In den meisten Fällen entstehen MSE nicht durch einen einzelnen Risikofaktor, sondern durch eine Kombination von Belastungen. Wer z. B. schwere Lasten trägt oder in körperlichen Zwangshaltungen arbeitet, tut dies häufig auch unter schlechten Witterungsbedingungen wie Kälte oder Nässe, unter schlechter Arbeitsplatzgestaltung oder unter Stress und Zeitdruck.

Sozialpartnervereinbarung für bessere Arbeitsgestaltung

Die gesundheitlichen Probleme reichen von allgemeinem Unwohlsein und leichten Schmerzen bis hin zu ernsthaften Erkrankungen, die neben dem Arbeitsausfall auch einen Krankenhausaufenthalt und medizinische Versorgung erforderlich machen können. Wird die Erkrankung chronisch, kann sie Invalidität und damit den Verlust des Arbeitsplatzes zur Folge haben. Viele der Beschwerden könnten vermieden oder zumindest verringert werden, wenn die bestehenden gesetzlichen Vorschriften zu Sicherheit und Gesundheitsschutz sowie die berufsgenossenschaftlichen Regeln eingehalten würden.

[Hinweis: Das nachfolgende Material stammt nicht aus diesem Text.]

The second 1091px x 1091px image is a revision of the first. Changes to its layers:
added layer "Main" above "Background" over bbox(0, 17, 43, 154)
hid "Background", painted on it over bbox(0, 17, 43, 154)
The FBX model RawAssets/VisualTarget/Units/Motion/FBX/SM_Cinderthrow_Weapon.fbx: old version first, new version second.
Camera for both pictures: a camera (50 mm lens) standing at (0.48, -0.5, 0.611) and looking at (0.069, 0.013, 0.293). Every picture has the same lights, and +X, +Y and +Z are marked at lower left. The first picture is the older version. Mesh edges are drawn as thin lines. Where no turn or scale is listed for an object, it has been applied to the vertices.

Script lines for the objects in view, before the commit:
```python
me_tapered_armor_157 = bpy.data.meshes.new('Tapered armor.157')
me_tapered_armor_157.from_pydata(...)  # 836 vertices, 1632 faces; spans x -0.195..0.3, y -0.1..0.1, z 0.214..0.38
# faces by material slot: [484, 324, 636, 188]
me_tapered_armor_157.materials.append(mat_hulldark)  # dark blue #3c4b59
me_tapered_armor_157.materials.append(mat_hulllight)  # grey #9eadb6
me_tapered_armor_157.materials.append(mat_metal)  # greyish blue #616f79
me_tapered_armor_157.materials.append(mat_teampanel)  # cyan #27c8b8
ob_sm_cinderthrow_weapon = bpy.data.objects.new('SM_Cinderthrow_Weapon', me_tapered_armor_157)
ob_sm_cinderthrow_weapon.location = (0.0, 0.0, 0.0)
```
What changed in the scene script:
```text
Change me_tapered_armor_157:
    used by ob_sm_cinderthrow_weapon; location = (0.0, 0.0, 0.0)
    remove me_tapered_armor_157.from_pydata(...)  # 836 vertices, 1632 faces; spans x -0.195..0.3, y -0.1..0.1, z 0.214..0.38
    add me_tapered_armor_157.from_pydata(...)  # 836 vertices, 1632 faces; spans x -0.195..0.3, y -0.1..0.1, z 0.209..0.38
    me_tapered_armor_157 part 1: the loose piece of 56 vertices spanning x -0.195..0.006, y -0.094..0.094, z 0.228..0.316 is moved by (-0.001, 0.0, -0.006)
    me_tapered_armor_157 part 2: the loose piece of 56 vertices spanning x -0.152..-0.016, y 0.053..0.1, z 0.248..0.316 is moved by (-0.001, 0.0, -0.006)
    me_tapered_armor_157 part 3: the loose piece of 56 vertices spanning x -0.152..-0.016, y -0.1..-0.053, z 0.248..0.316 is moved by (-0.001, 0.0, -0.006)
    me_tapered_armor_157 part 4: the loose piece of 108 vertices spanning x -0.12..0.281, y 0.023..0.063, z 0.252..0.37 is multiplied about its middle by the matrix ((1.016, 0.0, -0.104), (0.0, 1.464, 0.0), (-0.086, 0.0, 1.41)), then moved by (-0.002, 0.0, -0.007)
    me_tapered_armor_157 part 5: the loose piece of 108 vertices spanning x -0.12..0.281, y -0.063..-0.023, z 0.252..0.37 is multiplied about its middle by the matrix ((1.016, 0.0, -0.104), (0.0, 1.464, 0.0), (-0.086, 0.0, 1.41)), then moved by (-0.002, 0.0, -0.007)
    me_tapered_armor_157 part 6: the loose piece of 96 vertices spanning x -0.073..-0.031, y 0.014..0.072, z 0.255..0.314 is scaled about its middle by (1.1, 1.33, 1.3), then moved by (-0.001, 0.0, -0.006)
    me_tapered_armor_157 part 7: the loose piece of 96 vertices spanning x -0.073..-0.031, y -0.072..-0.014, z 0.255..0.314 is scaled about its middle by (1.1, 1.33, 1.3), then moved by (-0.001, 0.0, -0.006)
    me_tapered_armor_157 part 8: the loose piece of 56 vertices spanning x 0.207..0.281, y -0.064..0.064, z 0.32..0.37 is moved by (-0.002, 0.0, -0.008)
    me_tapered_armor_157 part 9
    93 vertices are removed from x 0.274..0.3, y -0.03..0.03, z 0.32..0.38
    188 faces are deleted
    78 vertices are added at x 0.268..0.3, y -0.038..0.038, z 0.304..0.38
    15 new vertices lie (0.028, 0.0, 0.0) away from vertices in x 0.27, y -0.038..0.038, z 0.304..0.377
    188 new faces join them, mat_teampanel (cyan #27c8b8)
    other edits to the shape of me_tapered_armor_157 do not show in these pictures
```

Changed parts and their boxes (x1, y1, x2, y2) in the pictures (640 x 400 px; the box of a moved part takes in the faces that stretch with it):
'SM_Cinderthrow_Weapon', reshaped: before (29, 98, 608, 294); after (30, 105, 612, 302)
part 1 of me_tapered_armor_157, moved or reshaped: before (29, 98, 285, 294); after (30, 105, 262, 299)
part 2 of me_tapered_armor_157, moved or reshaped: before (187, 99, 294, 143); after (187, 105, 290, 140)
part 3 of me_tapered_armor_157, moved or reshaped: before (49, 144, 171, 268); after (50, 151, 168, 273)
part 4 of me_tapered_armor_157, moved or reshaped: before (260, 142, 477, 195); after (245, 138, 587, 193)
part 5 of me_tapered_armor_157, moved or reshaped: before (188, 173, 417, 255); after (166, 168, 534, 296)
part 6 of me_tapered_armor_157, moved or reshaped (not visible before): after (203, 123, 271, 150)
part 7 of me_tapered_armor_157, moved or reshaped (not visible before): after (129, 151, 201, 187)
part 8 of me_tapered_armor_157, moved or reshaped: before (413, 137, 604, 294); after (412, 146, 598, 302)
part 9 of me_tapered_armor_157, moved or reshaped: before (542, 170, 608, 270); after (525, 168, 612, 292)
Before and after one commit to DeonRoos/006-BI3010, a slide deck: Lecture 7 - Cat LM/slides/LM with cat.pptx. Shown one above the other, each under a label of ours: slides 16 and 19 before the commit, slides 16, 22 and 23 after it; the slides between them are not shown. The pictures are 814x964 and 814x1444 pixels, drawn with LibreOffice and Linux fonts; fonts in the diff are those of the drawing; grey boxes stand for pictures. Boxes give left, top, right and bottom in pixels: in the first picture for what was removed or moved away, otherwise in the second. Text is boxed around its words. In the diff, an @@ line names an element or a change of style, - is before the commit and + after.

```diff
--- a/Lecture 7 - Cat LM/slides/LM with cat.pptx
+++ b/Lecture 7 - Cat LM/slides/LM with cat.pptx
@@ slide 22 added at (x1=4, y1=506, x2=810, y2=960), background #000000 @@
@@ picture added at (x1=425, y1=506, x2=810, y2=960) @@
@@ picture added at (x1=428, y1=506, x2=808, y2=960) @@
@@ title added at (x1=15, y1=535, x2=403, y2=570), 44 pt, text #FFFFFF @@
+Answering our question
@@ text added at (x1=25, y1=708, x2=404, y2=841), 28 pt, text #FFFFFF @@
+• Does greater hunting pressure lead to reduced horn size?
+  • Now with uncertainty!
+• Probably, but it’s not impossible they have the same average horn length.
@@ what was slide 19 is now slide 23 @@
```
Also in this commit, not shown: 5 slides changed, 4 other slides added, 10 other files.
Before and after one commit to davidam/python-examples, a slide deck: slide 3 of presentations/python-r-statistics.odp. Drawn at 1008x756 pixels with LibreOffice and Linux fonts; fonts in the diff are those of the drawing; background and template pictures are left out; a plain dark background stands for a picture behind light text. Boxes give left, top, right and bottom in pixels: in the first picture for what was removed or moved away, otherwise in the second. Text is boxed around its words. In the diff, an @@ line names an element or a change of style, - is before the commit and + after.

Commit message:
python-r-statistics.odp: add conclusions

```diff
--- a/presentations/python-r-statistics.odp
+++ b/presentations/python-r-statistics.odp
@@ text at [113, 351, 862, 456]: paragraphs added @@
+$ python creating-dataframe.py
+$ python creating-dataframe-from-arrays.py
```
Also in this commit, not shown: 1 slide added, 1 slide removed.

Bereits am 21. November 2005 unterzeichneten die europäischen Sozialpartner in der Landwirtschaft eine „Europäische Vereinbarung über die Reduzierung der Gefährdung der Arbeitnehmer gegen arbeitsbedingte Muskel- und Skeletterkrankungen in der Landwirtschaft”. Die EU-Kommission ist nach längerer Prüfung zu der Auffassung gekommen, der bestehende Rechtsrahmen für den Schutz vor arbeitsbedingten reiche nicht aus und MSE müsse verbessert werden. Die europäischen Sozialpartner in der Landwirtschaft haben in diesem Zusammenhang Stellung bezogen.

Gewerkschaften wollen einen besseren Rechtsrahmen

Grundsätzlich wird die Idee, eine eigene verbindliche Richtlinie zum Schutz der Arbeitnehmer vor Muskel- und Skeletterkrankungen zu schaffen, von den Sozialpartnern begrüßt. Die Gewerkschaften plädieren insbesondere für eine Einzelrichtlinie, mit der alle signifikanten Risikofaktoren arbeitsbedingter Muskel-Skelett-Erkrankungen erfasst und Mindestanforderungen für Sicherheit und Gesundheit festgelegt werden sollen. Hier könnte dann endlich auch eine umfassende Definition arbeitsbedingter Muskel-Skeleltt-Erkrankungen vorgenommen werden. Dabei müssten alle Krankheit auslösenden Faktoren in ihrer möglichen Kombination berücksichtigt werden. Außerdem sollten die Richtlinie zur Handhabung schwerer Lasten (90/269/EWG) und zur Bildschirmarbeit (90/270/EWG) mit Blick auf MSE verbessert und konkretisiert werden.

Beide Seiten wünschen sich nationale und europäische Beobachtungsstellen. Diese Beobachtungsstellen sollen sich nicht allein auf das Sammeln statistischer Daten konzentrieren, sondern mit Hilfe der gewonnen statistischen Erkenntnisse wirksame Präventionsstrategien entwickeln. Damit wäre ein wichtiger Schritt in Richtung eines wirksamen Rechtsrahmens zur Verhinderung von arbeitsbedingten Muskel- und Skeletterkrankungen eingeleitet.